Uma renca de armadores novatos estrearam ontem. Kemba Walker acertou lances livres decisivos e ajudou o Bobcats a se salvar de uma temporada de 66 derrotas, o foco é conseguir vencer mais uma antes de março de 2012. Kyrie Irving tomou arremesso na cara do Jose Calderon e teve um aproveitamento péssimo (2-12)  na derrota do seu time para o Raptors. Já Ricky Rubio continua com seu no-stats-show: Números baixos e a torcida chorando de felicidade ao vê-lo jogar. O cara deu meia dúzia de assistências e fez um punhadinho de pontos, mas são tantos passes precisos, criatividade e nenhum erro que não tem como não impressionar. Lembra muito o Rajon Rondo antes dele começar a apelar também nas estatísticas. O Rubio chegou a virar o jogo para o Wolves contra o Thunder, mas no final o Kevin Durant continuou metendo bolas de video game e o Michael Beasley, apesar dos 24 pontos, se afobou e fez uma asneira atrás da outra para não conseguir empatar.

No dia 25 vimos Derrick Rose matar 4 de 5 bolas de 3 pontos. Ontem acertou uma única em 8 tentativas. A mudança também veio no adversário, o Warriors, que no dia anterior viu Steph Curry e Monta Ellis em dia ruim e ontem ambos chutaram o traseiro da forte defesa do Bulls. Em temporada com 5 jogos em 6 noites vamos ter muitas reviravoltas diárias fazendo o inferno dos críticos de resultado. Quem mostrou regularidade foi o Lakers, perdendo de novo um jogo apertado. Ontem foi contra o Kings, que viu DeMarcus Cousins passar por cima do Pau Gasol no segundo tempo enquanto Marcus Thornton e Tyreke Evans faziam chover de 3 pontos. Sim, o Tyreke ganhou um arremesso de mais longe da cesta: temam, adversários.
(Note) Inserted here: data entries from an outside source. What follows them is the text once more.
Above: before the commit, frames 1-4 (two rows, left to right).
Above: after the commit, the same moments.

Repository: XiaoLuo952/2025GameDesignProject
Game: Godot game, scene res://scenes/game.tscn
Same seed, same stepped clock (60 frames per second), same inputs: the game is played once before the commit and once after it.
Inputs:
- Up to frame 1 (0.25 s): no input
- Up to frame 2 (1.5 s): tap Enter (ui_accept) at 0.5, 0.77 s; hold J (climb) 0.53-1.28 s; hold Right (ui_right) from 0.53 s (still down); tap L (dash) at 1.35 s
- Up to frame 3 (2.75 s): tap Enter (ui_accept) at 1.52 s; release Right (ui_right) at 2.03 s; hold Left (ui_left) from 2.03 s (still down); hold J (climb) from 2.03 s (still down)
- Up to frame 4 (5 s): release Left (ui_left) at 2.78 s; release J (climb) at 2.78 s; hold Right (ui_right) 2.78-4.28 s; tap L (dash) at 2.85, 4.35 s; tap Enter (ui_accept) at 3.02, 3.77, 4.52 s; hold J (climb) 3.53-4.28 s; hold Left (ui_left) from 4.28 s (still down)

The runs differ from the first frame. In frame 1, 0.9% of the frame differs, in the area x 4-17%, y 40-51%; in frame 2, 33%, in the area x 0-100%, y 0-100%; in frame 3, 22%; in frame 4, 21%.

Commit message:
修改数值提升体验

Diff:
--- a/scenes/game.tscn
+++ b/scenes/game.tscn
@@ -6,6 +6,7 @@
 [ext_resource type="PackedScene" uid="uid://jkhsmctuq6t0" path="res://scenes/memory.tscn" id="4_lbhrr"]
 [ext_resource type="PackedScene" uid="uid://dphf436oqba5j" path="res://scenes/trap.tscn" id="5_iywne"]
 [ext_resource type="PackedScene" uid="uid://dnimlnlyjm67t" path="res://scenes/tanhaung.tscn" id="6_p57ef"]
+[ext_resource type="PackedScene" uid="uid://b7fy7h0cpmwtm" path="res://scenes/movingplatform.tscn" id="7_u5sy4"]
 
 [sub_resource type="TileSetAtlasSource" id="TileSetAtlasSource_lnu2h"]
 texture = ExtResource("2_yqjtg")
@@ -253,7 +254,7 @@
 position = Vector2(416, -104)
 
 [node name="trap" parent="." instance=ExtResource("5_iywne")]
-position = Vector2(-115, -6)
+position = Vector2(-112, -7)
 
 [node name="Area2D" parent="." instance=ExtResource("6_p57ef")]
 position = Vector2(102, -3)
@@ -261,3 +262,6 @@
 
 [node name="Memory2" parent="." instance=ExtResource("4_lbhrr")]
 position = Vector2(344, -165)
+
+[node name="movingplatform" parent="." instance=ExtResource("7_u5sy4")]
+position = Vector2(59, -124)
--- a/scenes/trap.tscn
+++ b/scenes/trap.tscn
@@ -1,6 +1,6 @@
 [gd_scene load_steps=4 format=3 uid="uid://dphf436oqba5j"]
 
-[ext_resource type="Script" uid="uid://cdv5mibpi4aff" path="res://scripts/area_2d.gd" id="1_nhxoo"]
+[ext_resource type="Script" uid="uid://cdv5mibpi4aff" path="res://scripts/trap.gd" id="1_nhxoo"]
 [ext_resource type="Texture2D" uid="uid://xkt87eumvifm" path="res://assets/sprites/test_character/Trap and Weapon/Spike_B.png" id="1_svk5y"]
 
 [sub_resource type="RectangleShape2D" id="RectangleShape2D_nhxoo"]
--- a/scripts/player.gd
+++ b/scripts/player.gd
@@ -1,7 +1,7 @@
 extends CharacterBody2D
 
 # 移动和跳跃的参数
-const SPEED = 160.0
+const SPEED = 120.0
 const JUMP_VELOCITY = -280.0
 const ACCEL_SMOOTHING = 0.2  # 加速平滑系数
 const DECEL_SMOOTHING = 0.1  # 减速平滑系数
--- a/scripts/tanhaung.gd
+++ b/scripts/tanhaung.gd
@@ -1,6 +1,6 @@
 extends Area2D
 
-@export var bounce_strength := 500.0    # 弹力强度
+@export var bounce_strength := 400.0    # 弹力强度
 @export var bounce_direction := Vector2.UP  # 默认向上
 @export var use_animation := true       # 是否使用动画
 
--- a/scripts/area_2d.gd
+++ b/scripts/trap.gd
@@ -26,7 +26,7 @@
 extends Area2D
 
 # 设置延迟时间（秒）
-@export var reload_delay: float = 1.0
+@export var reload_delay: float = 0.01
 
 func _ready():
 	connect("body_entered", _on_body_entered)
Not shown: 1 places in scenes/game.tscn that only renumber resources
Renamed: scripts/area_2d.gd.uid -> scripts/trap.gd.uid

Destaque positivo da noite a motivação do recém-trocado Eric Gordon. Enquanto tem gente desanimada até em Dallas, o armador estava com sangue nos olhos e meteu 20 pontos na cara do Suns, em Phoenix,  incluindo o arremesso da vitória a 4 segundos do fim, ignorando a marcação do Jared Dudley. Outro destaque positivo (e bizarro) foi lembrado nos nossos comentários: O Spencer Hawes (não o LeBron James ou o Rajon Rondo) quase fez um triple double com 10 pontos, 14 rebotes e 9 assistências! Agradeça ao universo infinito por tudo ser possível.

Ontem também teve esse singelo lance:

Fotos da rodada

Matt Barnes e DeMarcus Cousins jogam basquete cego

Tim Duncan é marcado por um goleiro de handebol

Bola Presa (marca registrada)

Kobe, recém-separado, assiste jogo de mãos dadas com seu novo affair

Markieff Morris é feio

Joakim Noah é mais feio

Chris Kaman é tão feio que Sebastian Telfair prefere abraçar a bola voadora

Sobre o resumo da rodada:
São pitacos diários sobre a rodada da noite anterior da NBA. É uma seção que não chega para substituir nada, nem nossos textos gigantes e analíticos sobre as equipes. “Não cheguei para tirar a vaga de ninguém, só vim adicionar ao grupo”, disse o Resumo em sua entrevista coletiva de apresentação no Bola Presa.